云泽虽睁眼不可视物,但他先知先觉地知道此人正在打量他。不止如此,此人的目光如一把开了刃的刀。他虽未被切开皮肉翻出鲜血,但这一道探寻而咄咄逼人的目光让他浑身不自在,从手指到脚尖都死死绷了起来。
倘若他有幸得见此人的目光便会知道,这番探究可以称作不怀好意,再往前一点,这也可以叫做……轻薄。
云泽从未被人轻薄过,更不会想到有人会这般无聊,在一片漫无边际的玉竹林里轻薄他一个精壮男人。
然而倘若他此时能有幸得见来人,见了那三分端庄又十分流氓的神情,必然也会为自己错误的预估而饮恨不已。

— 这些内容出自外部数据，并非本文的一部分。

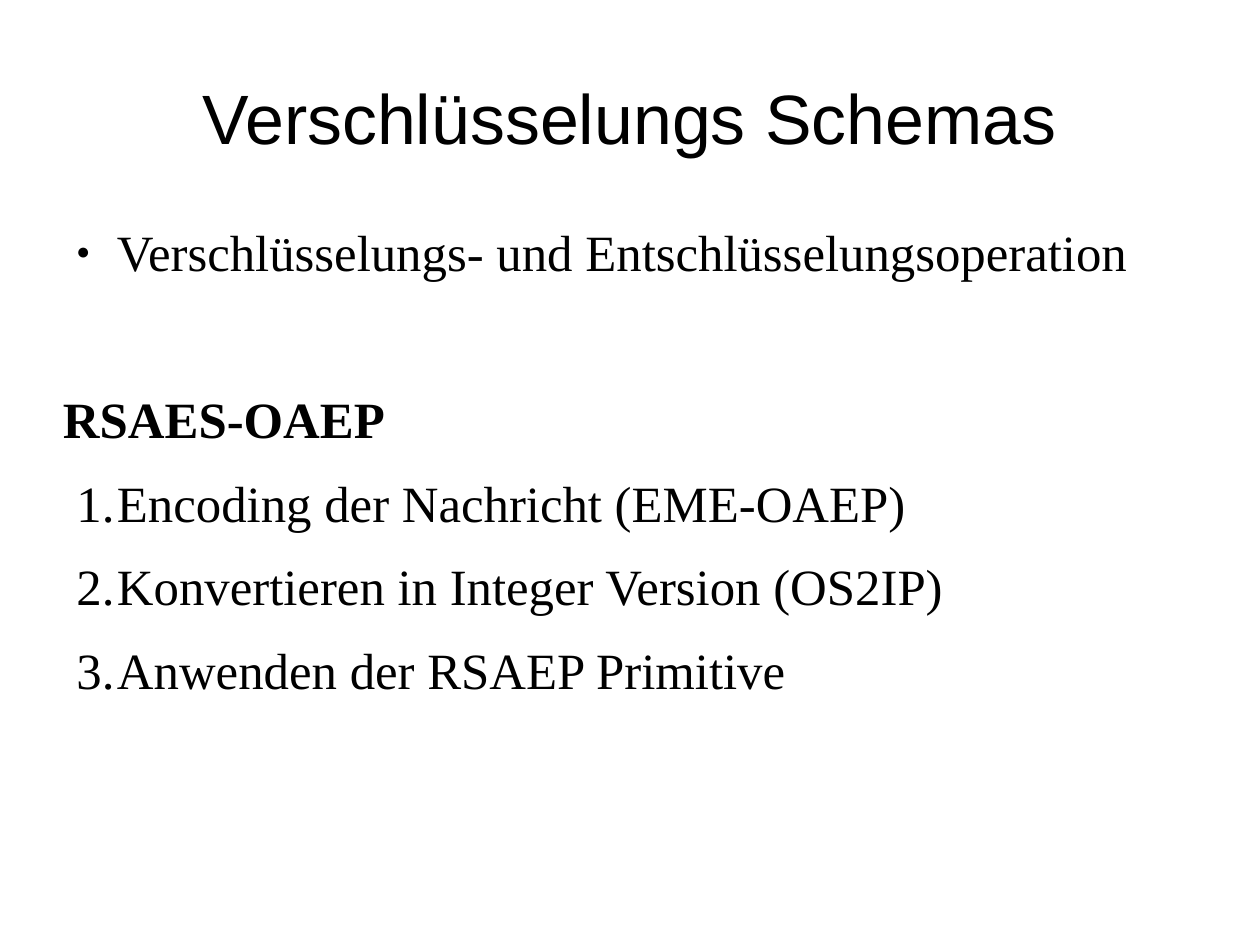
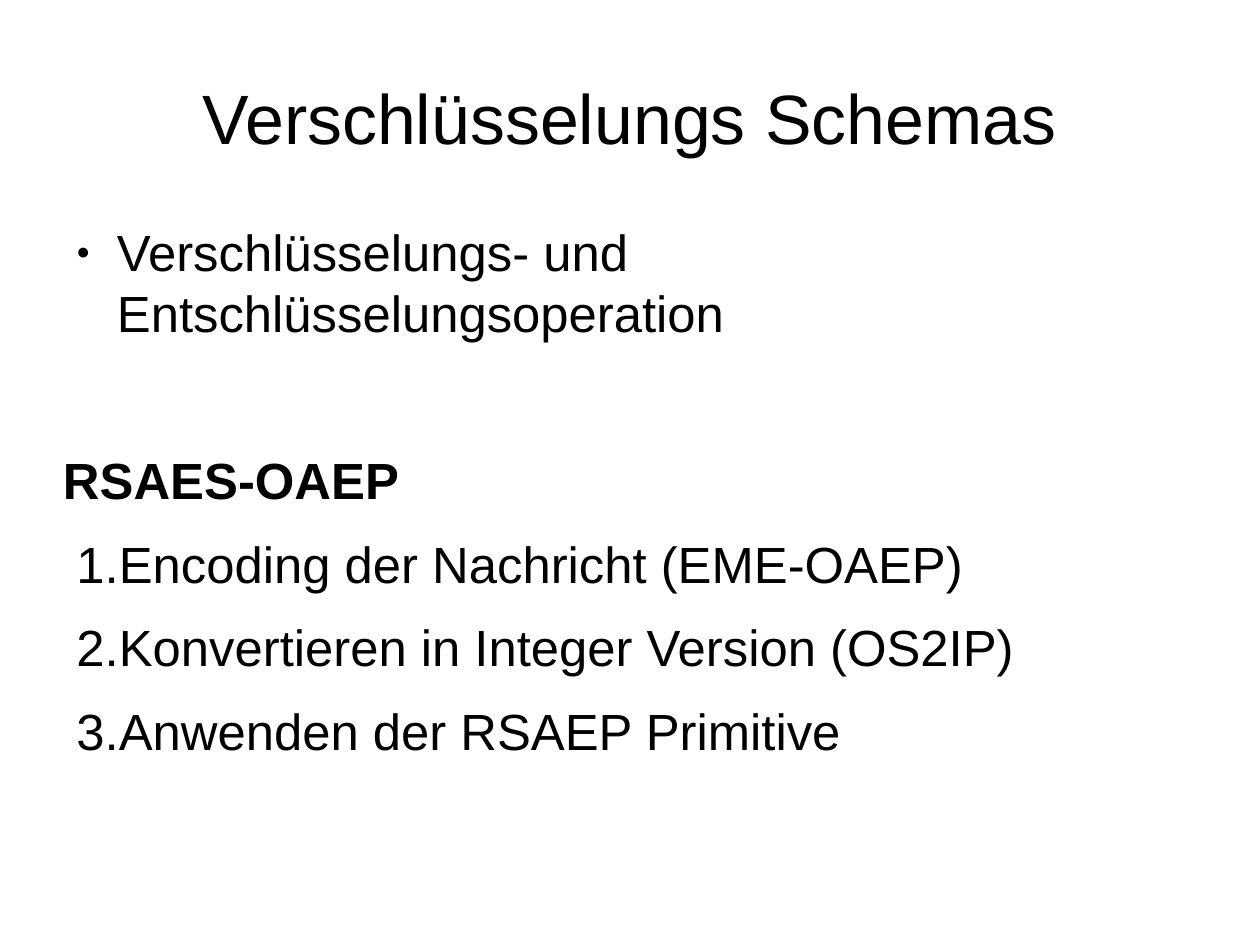
Before and after one commit to FFHS-Inf-2010-students/sa-krypt, a slide deck: slide 7 of pres/praesentation.odp (slide 8 before the commit). Drawn at 1260x945 pixels with LibreOffice and Linux fonts; fonts in the diff are those of the drawing. Boxes give left, top, right and bottom in pixels: in the first picture for what was removed or moved away, otherwise in the second. Text is boxed around its words. In the diff, an @@ line names an element or a change of style, - is before the commit and + after.

Commit message:
Fonts fixen in Präsentation; PDF erstellen

```diff
--- a/pres/praesentation.odp
+++ b/pres/praesentation.odp
@@ text "Verschlüsselungs- und Entschlüsselungsoperation" at [63, 234, 1013, 751]: font Times New Roman to Arial @@
```
Also in this commit, not shown: 30 other slides changed, 1 slide removed, 1 other file.

结界既成,妖气冲天而起,玉竹林里的血腥味浓得熏人欲呕。
一瞬的诧异过后,云泽剑如风雷,势在必行,一剑便朝那人劈了过去!
也并非他不知怜香惜玉,实在因着竹林里的情形太过诡异,实在不容他分心。若是云泽推测不错,这林中藏了一只修为深厚的大妖,而这一场若有若无的大雨便同他有关。

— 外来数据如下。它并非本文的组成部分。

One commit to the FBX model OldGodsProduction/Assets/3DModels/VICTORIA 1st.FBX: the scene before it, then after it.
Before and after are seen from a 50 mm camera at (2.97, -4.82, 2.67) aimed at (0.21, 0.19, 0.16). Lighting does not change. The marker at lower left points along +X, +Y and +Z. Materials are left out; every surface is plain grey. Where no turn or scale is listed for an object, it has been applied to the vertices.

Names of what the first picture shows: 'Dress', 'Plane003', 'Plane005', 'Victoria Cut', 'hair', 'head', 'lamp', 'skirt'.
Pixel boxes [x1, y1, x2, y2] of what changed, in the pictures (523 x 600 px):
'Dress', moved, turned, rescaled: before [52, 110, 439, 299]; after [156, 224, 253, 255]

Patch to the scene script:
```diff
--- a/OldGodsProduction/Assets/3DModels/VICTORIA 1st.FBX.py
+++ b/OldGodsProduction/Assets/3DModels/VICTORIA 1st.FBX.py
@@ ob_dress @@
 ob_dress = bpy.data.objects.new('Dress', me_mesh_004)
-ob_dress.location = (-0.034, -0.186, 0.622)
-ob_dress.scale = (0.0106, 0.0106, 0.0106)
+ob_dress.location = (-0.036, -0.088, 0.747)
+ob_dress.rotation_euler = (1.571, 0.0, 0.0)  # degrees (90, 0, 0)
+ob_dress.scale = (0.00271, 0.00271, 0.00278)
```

晗光如虹,云泽出手如电,那姑娘双指合并,“叮”地一声点在了他的剑身上。
她的手指在在晗光的剑身上敲下清越响声,纤长的手指顺着他的剑身连点数点,越来越快。倏地,他的手腕一麻,晗光剑几欲脱手而出。
云泽将那长剑换到左手,当仁不让,挥起右拳便朝来人身上砸去。
“……”
那姑娘显然也为这流氓一般的举动惊得呆了呆。
却见云泽虚晃一招,左手持剑,剑刃上风雷汇聚,白光迸射。
晗光剑脱手而出,长剑仿佛有生命一般朝来人的肩膀斜刺而去。来人冷笑一声,长袖翻卷,剑意与劲风纷纷砸到了结界镜壁上。

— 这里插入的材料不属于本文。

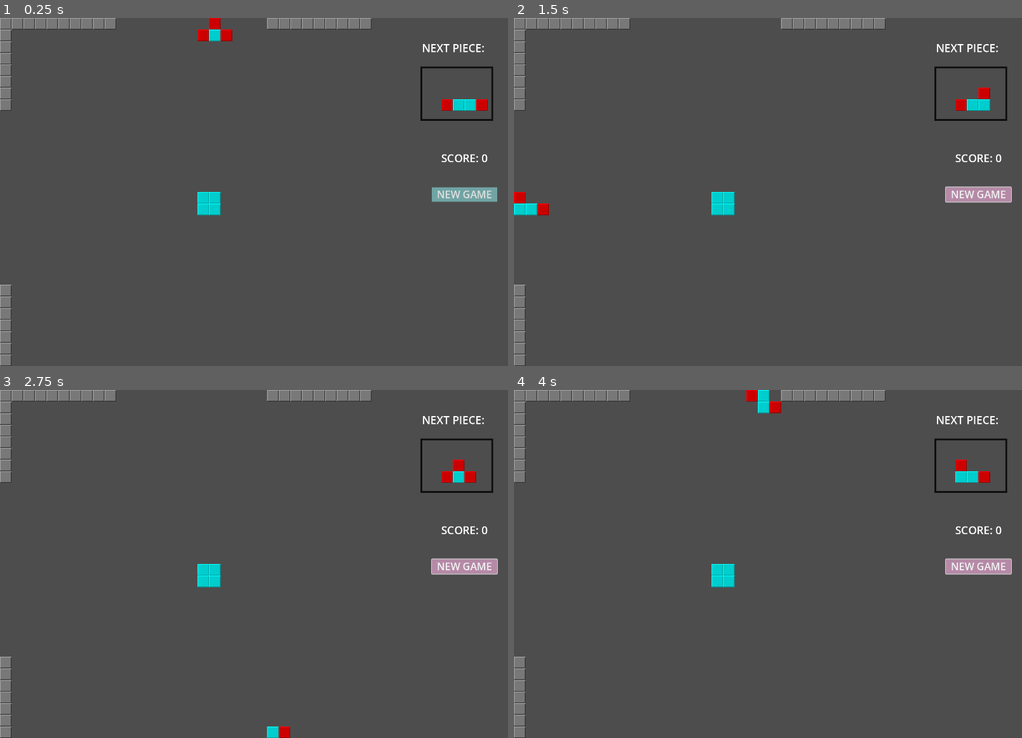
Above: before the commit, frames 1-4 (two rows, left to right).
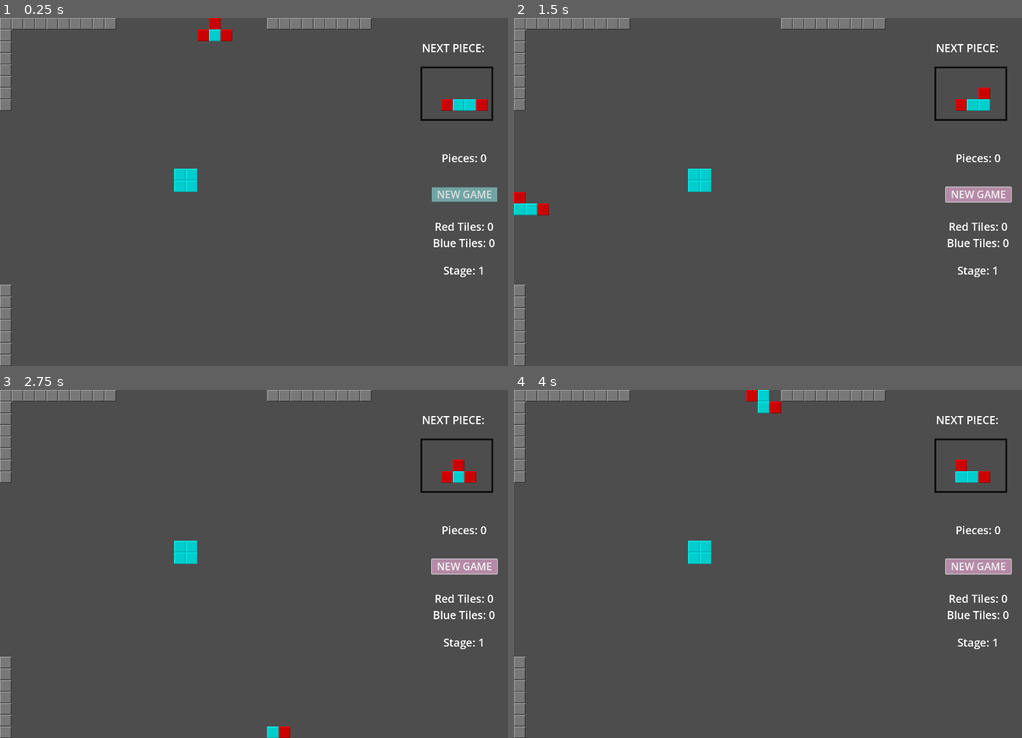
Above: after the commit, the same moments.

Repository: rodrivas78/new_dock_tetris
Game: Godot game, scene res://scenes/tile_map.tscn
Same seed, same stepped clock (60 frames per second), same inputs: the game is played once before the commit and once after it.
Inputs:
- Up to frame 1 (0.25 s): no input
- Up to frame 2 (1.5 s): click "NEW GAME" at 0.5 s; click "NEW GAME" at 1.25 s
- Up to frame 3 (2.75 s): tap Enter at 2 s; hold Right (ui_right) from 2.03 s (still down); tap Space (rotate_piece) at 2.1 s
- Up to frame 4 (4 s): release Right (ui_right) at 2.78 s; hold Down (ui_down) 2.78-3.53 s; tap Space (rotate_piece) at 2.85, 3.5, 3.6 s; hold Right (ui_right) from 3.53 s (still down)

The runs differ from the first frame. In frame 1, 1.1% of the frame differs, in the area x 34-98%, y 39-75%; in frame 2, 1.1%; in frame 3, 1.1%; in frame 4, 1.1%.

Commit message:
adiciona lógica (primeira versão) para alternar estágios

Diff:
--- a/TileMap.gd
+++ b/TileMap.gd
@@ -88,9 +88,14 @@
 var active_piece : Array
 
 #game variables
+var stage: int = 1
+var piece_count : int = 0
+var red_tiles : int = 0
+var blue_tiles : int = 0
 var score : int
 const REWARD : int = 100
 var game_running : bool
+var is_color_adjacent_tiles_enabled : bool = true
 
 #tilemap variables
 var tile_id : int = 0
@@ -130,10 +135,10 @@
 
 # Adiciona uma peça fixa no centro do tabuleiro no início do jogo
 func create_fixed_center_piece():
-	var center_pos = Vector2i(COLS / 2, ROWS / 2)
+	#var center_pos = Vector2i(COLS / 2, ROWS / 2)
+	var center_pos = Vector2i(15, 13)
 	var center_piece = o[0] # Usando o formato "O" como exemplo
 	for i in center_piece:
-		#next_piece_type = pick_piece()
 		set_cell(board_layer, center_pos + i, tile_id, Vector2i(0,0))
 
 # Called every frame. 'delta' is the elapsed time since the previous frame.
@@ -400,10 +405,26 @@
 		clear_piece()
 		cur_pos += dir
 		draw_piece(active_piece, cur_pos, piece_atlas)
+		#detects if piece has passed the central block
+		if movement_directions[spawn_side] == Vector2i(0, 1) and cur_pos.y >= 27:
+			$HUD.get_node("GameOverLabel").show()
+			game_running = false
+		elif movement_directions[spawn_side] == Vector2i(-1, 0) and cur_pos.x <= 2:
+			$HUD.get_node("GameOverLabel").show()
+			game_running = false
+		elif movement_directions[spawn_side] == Vector2i(0, -1) and cur_pos.y <= 3:
+			$HUD.get_node("GameOverLabel").show()
+			game_running = false
+		elif movement_directions[spawn_side] == Vector2i(1, 0) and cur_pos.x >= 27:
+			$HUD.get_node("GameOverLabel").show()
+			game_running = false
+
 	else:
 		#if dir == Vector2i.DOWN:
 		if dir == movement_directions[spawn_side]:
 			land_piece()
+			piece_count += 1
+			$HUD.get_node("PiecesLabel").text = "Pieces: " + str(piece_count)
 			#check_rows()
 			piece_type = next_piece_type
 			piece_atlas = next_piece_atlas
@@ -634,6 +655,8 @@
 
 
 func update_adjacent_tiles():
+	red_tiles = 0
+	blue_tiles = 0
 	var directions = [Vector2i.LEFT, Vector2i.RIGHT, Vector2i.UP, Vector2i.DOWN]
 
 	for pos in special_positions:
@@ -645,16 +668,34 @@
 				occupied_count += 1
 		# Define a cor apenas para 2, 3 ou 4 espaços ocupados
 		var new_atlas = piece_atlas  # Mantém a cor original por padrão
-		if occupied_count == 1:
+		if occupied_count == 1:  #Vermelho
 			new_atlas = Vector2i(3, 0)
+			red_tiles += 1
+			$HUD.get_node("RedTilesLabel").text = "Red Tiles: " + str(red_tiles)
 		elif occupied_count == 2:
-			new_atlas = Vector2i(3 - 1, 0)
+			new_atlas = Vector2i(2, 0)
 		elif occupied_count == 3:
-			new_atlas = Vector2i(3 + 1, 0)
+			new_atlas = Vector2i(4, 0)
 		elif occupied_count == 4:
-			new_atlas = Vector2i(3 + 3, 0)
-
-		set_cell(active_layer, pos, tile_id, new_atlas)
+			new_atlas = Vector2i(6, 0)
+			blue_tiles += 1
+			$HUD.get_node("BlueTilesLabel").text = "Blue Tiles: " + str(blue_tiles)
+		if is_color_adjacent_tiles_enabled:
+			set_cell(board_layer, pos, tile_id, new_atlas)
+		#seta condicionais para avançar de estágio -
+		#Stage 1:
+		if piece_count >= 9 and blue_tiles >= 6 and red_tiles <= 2:
+			stage += 1
+			$HUD.get_node("StageLabel").text = "Stage: " + str(stage)
+			piece_count = 0
+			blue_tiles = 0
+			red_tiles = 0
+			is_color_adjacent_tiles_enabled = false
+			clear_board()
+		elif piece_count >= 9 and blue_tiles <= 6 and red_tiles >= 3:
+			$HUD.get_node("GameOverLabel").show()
+			game_running = false
+
 
 func clear_panel():
 	for i in range(36, 42):
--- a/scenes/hud.tscn
+++ b/scenes/hud.tscn
@@ -37,12 +37,53 @@
 vertical_alignment = 1
 
 [node name="ScoreLabel" type="Label" parent="."]
-offset_left = 1190.0
+visible = false
+offset_left = 1159.0
 offset_top = 364.0
-offset_right = 1370.0
+offset_right = 1399.0
 offset_bottom = 409.0
 theme_override_font_sizes/font_size = 30
-text = "SCORE: 0"
+text = "Pieces: 0"
+horizontal_alignment = 1
+vertical_alignment = 1
+
+[node name="PiecesLabel" type="Label" parent="."]
+offset_left = 1159.0
+offset_top = 364.0
+offset_right = 1399.0
+offset_bottom = 409.0
+theme_override_font_sizes/font_size = 30
+text = "Pieces: 0"
+horizontal_alignment = 1
+vertical_alignment = 1
+
+[node name="RedTilesLabel" type="Label" parent="."]
+offset_left = 1159.0
+offset_top = 553.0
+offset_right = 1399.0
+offset_bottom = 598.0
+theme_override_font_sizes/font_size = 30
+text = "Red Tiles: 0"
+horizontal_alignment = 1
+vertical_alignment = 1
+
+[node name="BlueTilesLabel" type="Label" parent="."]
+offset_left = 1159.0
+offset_top = 598.0
+offset_right = 1399.0
+offset_bottom = 643.0
+theme_override_font_sizes/font_size = 30
+text = "Blue Tiles: 0"
+horizontal_alignment = 1
+vertical_alignment = 1
+
+[node name="StageLabel" type="Label" parent="."]
+offset_left = 1159.0
+offset_top = 674.0
+offset_right = 1399.0
+offset_bottom = 719.0
+theme_override_font_sizes/font_size = 30
+text = "Stage: 1"
 horizontal_alignment = 1
 vertical_alignment = 1

浅金色结界化开了浓浓杀气,结界外的妖气也被隔绝得更为彻底。结界之中漂着若有若无的青草香,竹林里的沙沙细响仿佛被隔绝在了世界的另一头。
云泽长剑一指,淡淡道:“阁下究竟意欲何为?”
他还未问出一个答案便感到腰间一暖。
世间的许多事都没有答案,他在二十四年的君子训诫之下早已经接受了这个事实。世间也并非所有人都能如他一样冷静,克制,这是在他第一次出山之后便悟出的道理。
然而当有人幻形到他的身后,当那脸都没见过的人牢牢扣在他的左手手腕的时候,他开始有些慌。
此人的修为远甚于他,她既能不知不觉地近他的身,也便能轻而易举地割开他的脖子。
那人却并未割开他的脖子。她的手顺着云泽的手臂往上摸了一把,趁他还未反应过来,此人胆大包天,丧心病狂,坦坦摸了一把他的腰。
“……”
云泽目瞪口呆。
他自小乖顺,克己,从未调戏过别人,也从未被别人这般明晃晃地调戏过。
即便门中有小师妹对他投去绵绵秋波,但大家仙门中人,好歹也要点脸。然而世间并非所有人都要脸。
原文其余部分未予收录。